If you are in love with off-road motorsport racing and have been thinking of participating in a mud trucks gone wild gig, then you are just a step away from enjoying real racing in a way that you have never imagined was even possible.
How so? Mud truck racing has it all in one- talk about the muddiness on the racing track, the exceptional trucks, energy from the crowd and not to forget the sexy ladies that come in all sizes and walks of life. All these compensate for the speed that attracts many people to any racing sport. Mud racing is more about who goes the furthest, and as simple as that may sound, many competitors never really go far.
But are you equal to the task?
To participate in mud trucks gone wild gig, you’ll have to consider some important safety rules. We all agree that with too much thrill comes some level of risks that may turn a good day into a sad one.

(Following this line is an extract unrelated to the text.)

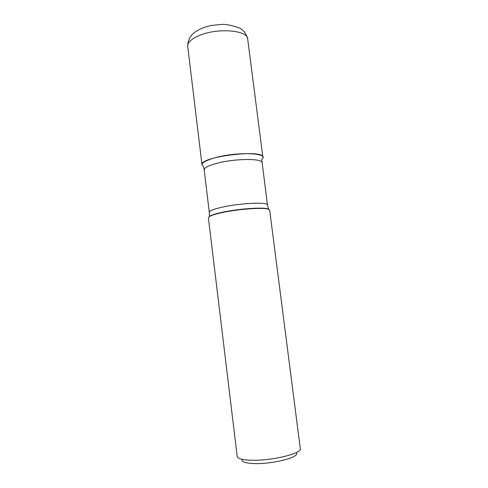 <?xml version="1.0" encoding="UTF-8"?>
<svg xmlns="http://www.w3.org/2000/svg" width="488" height="488" viewBox="0 0 488 488"><rect width="100%" height="100%" fill="white"/><g stroke="black" fill="none" stroke-linecap="round" stroke-linejoin="round"><path stroke-width="0.73" d="M296.466 452.888C300.041 456.988 274.11 463.984 255.547 463.6C246.196 463.386 241.67 462.081 241.969 459.678M269.681 210.188L268.553 209.273C264.106 207.235 238.949 208.943 222.455 212.518C215.647 213.976 211.249 215.354 209.273 216.66L208.4 217.825L237.205 456.487C237.766 458.83 242.963 460.08 252.808 460.251C273.207 460.605 302.212 453.291 300.303 448.631L269.681 210.188M203.77 166.615C199.494 164.066 203.478 161.046 215.72 157.557C238.522 151.341 270.901 153.049 261.611 159.411M187.715 46.421L202.001 164.804C198.951 156.855 263.886 148.767 262.88 157.221L247.684 38.949C247.819 30.463 219.106 27.67 200.702 34.947C191.814 38.46 187.484 42.285 187.715 46.421C187.795 39.205 191.211 35.099 194.169 32.72C198.854 29.262 204.643 26.846 211.536 25.468L221.79 24.4C225.816 24.125 231.727 25.315 239.523 27.975C242.493 29.738 245.549 31.781 247.684 38.949M269.425 209.755L268.357 209.016C263.929 206.985 238.913 208.675 222.51 212.237C215.739 213.689 211.371 215.062 209.395 216.361L209.273 216.66M262.032 162.711C262.635 158.277 235.295 158.411 217.264 163.212C208.535 165.536 204.173 167.768 204.167 169.916L209.291 212.298C209.37 210.779 213.823 209.035 222.638 207.071C240.865 203.002 268.235 201.892 267.461 205.051L261.818 160.094M267.461 205.051L268.553 209.273M209.395 216.361L209.291 212.298M203.734 167.329L204.167 169.916"/></g></svg>

Therefore, to stay safe, make sure you are not disqualified after paying the registration fee. Most importantly, give serious thought to the following guidelines before the competition kicks off.
-Check for loose parts
You don’t want to compromise the performance of the vehicle while on the track, therefore having a double check before the event is crucial. Besides, the event organizers won’t allow trucks that look unworthy for the race. All trucks are normally subject to inspection before allowed to enter the pit.
– Don’t drink and drive
Avoid liquor or any other drugs on the day of the gig. If you are found impaired, in most cases you will for fit your entry fee and be asked to exit the pit area. If you should not drink and drive on the road, why drink and drive on a race track? In fact, it is more dangerous in the pit.
– Fire extinguishers for emergencies
Do you have a fire extinguisher on your track? These days, unlike in the past, most inspectors will require your racing track to have an extinguisher.
– Legal requirements for age
You must be 16 and above to drive. This rule only affects under age persons. If you are 16 and over, and feel you meet all the requirements, you can get started at mud trucks gone wild.
– Have a full driving gear
Drivers should wear shirts, as well as long pants when taking part in race. Also, protective foot covering is a must have. The shoes should be laced or bucked. Bucked or laced, preferably boots. This means no shirt, no pants or no shoes- No Race!
– No gutting of doors
For Roll Cage- trimming is allowed, but no gutting. “Gutting” here refers to the excessive removal of the interior beyond what is expected for the Roll Cage. Door gutting is prohibited unless your vehicle has inner side protection tubes or horizontal roll cage door bars. Window glass, regulators and the door trim panel may be detached if it interferes with installation of security door bars. Lastly to ensure complete safety inside and outside, door lock system must be functional.
– Stay safe with a fire retardant jacket
Race truck drivers must wear their race jackets. If possible have a fire resistant jacket with SFI 3.2A/1 rating to minimize the risk of burns in case of an adverse scenario.
– Window nets are mandatory
Window nets are compulsory for all racing trucks. You may use a ribbon made or mesh made the net for your window. Ensure the nets are securely mounted to the trucks roll cage provide permanent attachment particularly at the bottom.
Basic must haves
Helmets, neck braces, and seat belts are a must have for race trucks drivers. This is to ensure safety in the event of an accident. Most event organizers won’t allow you participate if you lack one of the three.
While some sponsors may allow passengers, other won’t. Sorry to say, if you wish to have a close friend beside you while on the race truck, rules will stand in your way. For safety purpose, only participants will be allowed inside the trucks during the contest.
Though the rules may vary depending on the gig sponsors’, the above tips are essential and are a good way to start getting prepared for the mud trucks gone wild. Don’t worry about the classes; they will be determined by the size of the tire or in some cases, the size of the truck.